- _Record set_
* * * * *
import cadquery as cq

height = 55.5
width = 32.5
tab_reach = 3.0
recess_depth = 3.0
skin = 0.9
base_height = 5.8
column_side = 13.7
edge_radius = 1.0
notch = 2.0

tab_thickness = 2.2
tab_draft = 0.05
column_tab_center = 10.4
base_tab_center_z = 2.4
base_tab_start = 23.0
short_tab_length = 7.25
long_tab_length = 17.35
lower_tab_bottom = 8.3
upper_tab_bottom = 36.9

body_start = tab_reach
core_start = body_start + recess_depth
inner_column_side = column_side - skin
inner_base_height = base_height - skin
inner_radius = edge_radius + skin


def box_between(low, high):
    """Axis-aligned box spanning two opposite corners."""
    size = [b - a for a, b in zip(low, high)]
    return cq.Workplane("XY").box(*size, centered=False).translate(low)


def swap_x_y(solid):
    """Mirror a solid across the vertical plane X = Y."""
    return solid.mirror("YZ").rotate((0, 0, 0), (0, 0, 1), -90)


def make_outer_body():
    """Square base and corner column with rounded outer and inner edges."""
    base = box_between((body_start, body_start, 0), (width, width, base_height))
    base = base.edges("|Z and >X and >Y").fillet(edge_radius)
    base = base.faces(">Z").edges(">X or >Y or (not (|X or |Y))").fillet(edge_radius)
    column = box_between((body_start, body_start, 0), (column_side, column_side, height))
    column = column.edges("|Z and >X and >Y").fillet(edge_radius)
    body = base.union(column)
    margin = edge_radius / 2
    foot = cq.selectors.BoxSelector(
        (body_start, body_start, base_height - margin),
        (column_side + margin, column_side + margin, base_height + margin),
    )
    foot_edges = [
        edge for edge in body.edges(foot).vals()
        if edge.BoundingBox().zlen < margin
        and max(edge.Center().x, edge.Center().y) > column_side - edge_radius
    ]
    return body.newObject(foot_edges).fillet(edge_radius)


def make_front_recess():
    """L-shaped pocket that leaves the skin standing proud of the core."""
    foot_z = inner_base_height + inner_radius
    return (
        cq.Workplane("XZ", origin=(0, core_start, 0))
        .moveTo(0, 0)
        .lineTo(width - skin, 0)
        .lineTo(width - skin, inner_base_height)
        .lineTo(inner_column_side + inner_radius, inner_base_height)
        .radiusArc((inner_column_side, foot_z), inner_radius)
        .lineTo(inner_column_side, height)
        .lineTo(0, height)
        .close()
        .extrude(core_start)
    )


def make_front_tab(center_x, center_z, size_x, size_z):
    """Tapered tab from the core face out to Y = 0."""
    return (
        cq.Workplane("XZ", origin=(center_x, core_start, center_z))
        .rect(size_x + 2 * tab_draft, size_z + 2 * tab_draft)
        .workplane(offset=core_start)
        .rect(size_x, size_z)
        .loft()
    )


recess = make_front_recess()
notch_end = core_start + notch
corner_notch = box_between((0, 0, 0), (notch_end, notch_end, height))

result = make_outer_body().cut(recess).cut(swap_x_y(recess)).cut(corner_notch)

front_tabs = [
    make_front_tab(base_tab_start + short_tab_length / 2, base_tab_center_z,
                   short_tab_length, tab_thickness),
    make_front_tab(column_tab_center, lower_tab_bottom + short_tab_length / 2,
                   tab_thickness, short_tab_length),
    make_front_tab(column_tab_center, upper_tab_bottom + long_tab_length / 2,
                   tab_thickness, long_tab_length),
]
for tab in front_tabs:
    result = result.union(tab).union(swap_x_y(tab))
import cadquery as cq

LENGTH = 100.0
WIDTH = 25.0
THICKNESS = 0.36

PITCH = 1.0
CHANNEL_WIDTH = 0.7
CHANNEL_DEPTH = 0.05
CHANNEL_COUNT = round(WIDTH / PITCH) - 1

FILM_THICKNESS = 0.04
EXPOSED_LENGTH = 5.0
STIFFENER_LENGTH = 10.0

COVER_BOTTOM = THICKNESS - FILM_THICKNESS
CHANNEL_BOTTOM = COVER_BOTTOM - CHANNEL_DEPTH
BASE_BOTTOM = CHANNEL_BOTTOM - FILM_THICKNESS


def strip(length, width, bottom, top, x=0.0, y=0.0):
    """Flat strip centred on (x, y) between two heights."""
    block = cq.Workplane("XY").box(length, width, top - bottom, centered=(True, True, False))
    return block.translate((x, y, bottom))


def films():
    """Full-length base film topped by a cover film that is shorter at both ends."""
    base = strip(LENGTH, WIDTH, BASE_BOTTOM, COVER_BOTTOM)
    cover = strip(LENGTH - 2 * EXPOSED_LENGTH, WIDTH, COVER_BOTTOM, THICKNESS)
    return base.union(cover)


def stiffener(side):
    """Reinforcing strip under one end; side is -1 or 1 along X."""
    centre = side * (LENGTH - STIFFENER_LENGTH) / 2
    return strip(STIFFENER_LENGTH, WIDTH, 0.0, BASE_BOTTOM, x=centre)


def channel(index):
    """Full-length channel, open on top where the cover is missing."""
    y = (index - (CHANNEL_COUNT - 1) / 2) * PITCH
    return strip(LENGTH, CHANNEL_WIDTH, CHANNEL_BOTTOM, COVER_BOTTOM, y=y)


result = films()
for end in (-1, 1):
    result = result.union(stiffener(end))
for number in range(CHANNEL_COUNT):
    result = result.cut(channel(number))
* * * * *
- _What you are asked to do_
Copy each line of the data that includes the word "Full".

- _Response_
    """Full-length base film topped by a cover film that is shorter at both ends."""
    """Full-length channel, open on top where the cover is missing."""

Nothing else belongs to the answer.